Before Transformers, LSTMs and GRUs ruled NLP; after Transformers, they’re mostly retired.

--- GRU & LSTM Implementation¶

In fact, GRUs and LSTMs are used in the same way as the RNN module. So we don’t need to write a separate network for them — we can simply replace the RNN module in the code of our previous RNN notes with a GRU or LSTM, and it will work right away.

Here is a summary of the I/O of the vanilla RNN, GRU, LSTM.

torch.nn.LSTM

output, (h_n, c_n) = lstm(input, (h_0, c_0))
  • output: shape (batch, seq_len, hidden_size)
    → All hidden states from the last layer, for all time steps.

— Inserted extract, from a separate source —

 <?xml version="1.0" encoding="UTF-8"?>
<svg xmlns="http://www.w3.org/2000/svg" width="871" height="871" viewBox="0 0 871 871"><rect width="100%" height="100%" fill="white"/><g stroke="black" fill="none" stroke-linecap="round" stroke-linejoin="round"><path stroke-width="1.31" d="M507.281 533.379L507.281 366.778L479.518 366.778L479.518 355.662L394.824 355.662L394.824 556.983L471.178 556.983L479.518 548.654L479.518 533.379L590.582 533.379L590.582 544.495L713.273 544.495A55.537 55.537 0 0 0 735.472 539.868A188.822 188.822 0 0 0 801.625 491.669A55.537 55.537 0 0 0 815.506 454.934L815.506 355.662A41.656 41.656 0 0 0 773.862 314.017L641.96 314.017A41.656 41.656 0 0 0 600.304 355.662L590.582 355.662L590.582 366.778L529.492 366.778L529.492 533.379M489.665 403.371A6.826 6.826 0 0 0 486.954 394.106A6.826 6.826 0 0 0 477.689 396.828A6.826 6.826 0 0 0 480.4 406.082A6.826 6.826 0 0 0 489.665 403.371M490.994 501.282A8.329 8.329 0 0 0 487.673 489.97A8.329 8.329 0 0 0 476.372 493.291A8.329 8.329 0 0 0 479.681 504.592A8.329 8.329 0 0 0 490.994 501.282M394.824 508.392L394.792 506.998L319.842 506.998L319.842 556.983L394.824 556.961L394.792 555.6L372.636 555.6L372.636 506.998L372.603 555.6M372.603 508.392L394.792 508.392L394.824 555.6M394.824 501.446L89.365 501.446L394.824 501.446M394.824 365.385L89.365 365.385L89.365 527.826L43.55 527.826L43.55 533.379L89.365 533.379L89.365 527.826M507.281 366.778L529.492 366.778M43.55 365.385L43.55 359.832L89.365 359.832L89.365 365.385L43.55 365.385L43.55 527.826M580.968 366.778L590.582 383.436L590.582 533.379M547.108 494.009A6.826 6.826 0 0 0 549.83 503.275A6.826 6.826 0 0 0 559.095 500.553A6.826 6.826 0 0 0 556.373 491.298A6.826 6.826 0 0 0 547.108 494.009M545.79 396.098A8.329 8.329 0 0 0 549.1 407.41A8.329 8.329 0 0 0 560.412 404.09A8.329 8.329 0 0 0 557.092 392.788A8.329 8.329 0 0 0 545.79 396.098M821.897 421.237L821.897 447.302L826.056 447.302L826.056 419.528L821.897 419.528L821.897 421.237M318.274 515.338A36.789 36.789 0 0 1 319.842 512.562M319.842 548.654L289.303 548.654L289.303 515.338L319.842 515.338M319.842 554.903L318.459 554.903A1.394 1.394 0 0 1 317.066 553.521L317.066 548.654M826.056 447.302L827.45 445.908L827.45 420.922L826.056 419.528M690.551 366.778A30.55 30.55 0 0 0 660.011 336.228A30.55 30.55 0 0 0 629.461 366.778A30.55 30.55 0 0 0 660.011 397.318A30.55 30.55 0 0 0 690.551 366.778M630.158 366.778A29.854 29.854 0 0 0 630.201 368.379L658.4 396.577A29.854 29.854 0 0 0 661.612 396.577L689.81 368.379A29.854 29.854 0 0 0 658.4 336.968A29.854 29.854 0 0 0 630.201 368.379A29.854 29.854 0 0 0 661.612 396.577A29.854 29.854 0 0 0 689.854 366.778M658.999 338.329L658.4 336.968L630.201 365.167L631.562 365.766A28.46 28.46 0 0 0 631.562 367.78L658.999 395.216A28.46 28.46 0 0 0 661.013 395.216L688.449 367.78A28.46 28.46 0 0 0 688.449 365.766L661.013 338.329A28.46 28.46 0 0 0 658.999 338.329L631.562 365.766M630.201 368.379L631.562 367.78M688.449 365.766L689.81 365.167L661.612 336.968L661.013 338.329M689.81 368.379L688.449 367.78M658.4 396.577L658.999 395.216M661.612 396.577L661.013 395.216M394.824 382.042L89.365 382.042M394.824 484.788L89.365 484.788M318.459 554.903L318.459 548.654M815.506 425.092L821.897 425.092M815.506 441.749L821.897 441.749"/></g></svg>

  • h_n: shape (num_layers, batch, hidden_size)
    → Final hidden state (i.e., ( h_t )) from each layer at the last time step.

  • C_n: shape (num_layers, batch, hidden_size)
    → Final memory cell state (i.e., ( C_t )) from each layer at the last time step.

torch.nn.GRU and torch.nn.RNN

output, h_n = gru(input, h_0)
  • output: shape (batch, seq_len, hidden_size)
    → All hidden states from the last layer, for all time steps.

  • h_n: shape (num_layers, batch, hidden_size)
    → Final hidden state from each layer at the last time step (no cell state for GRU).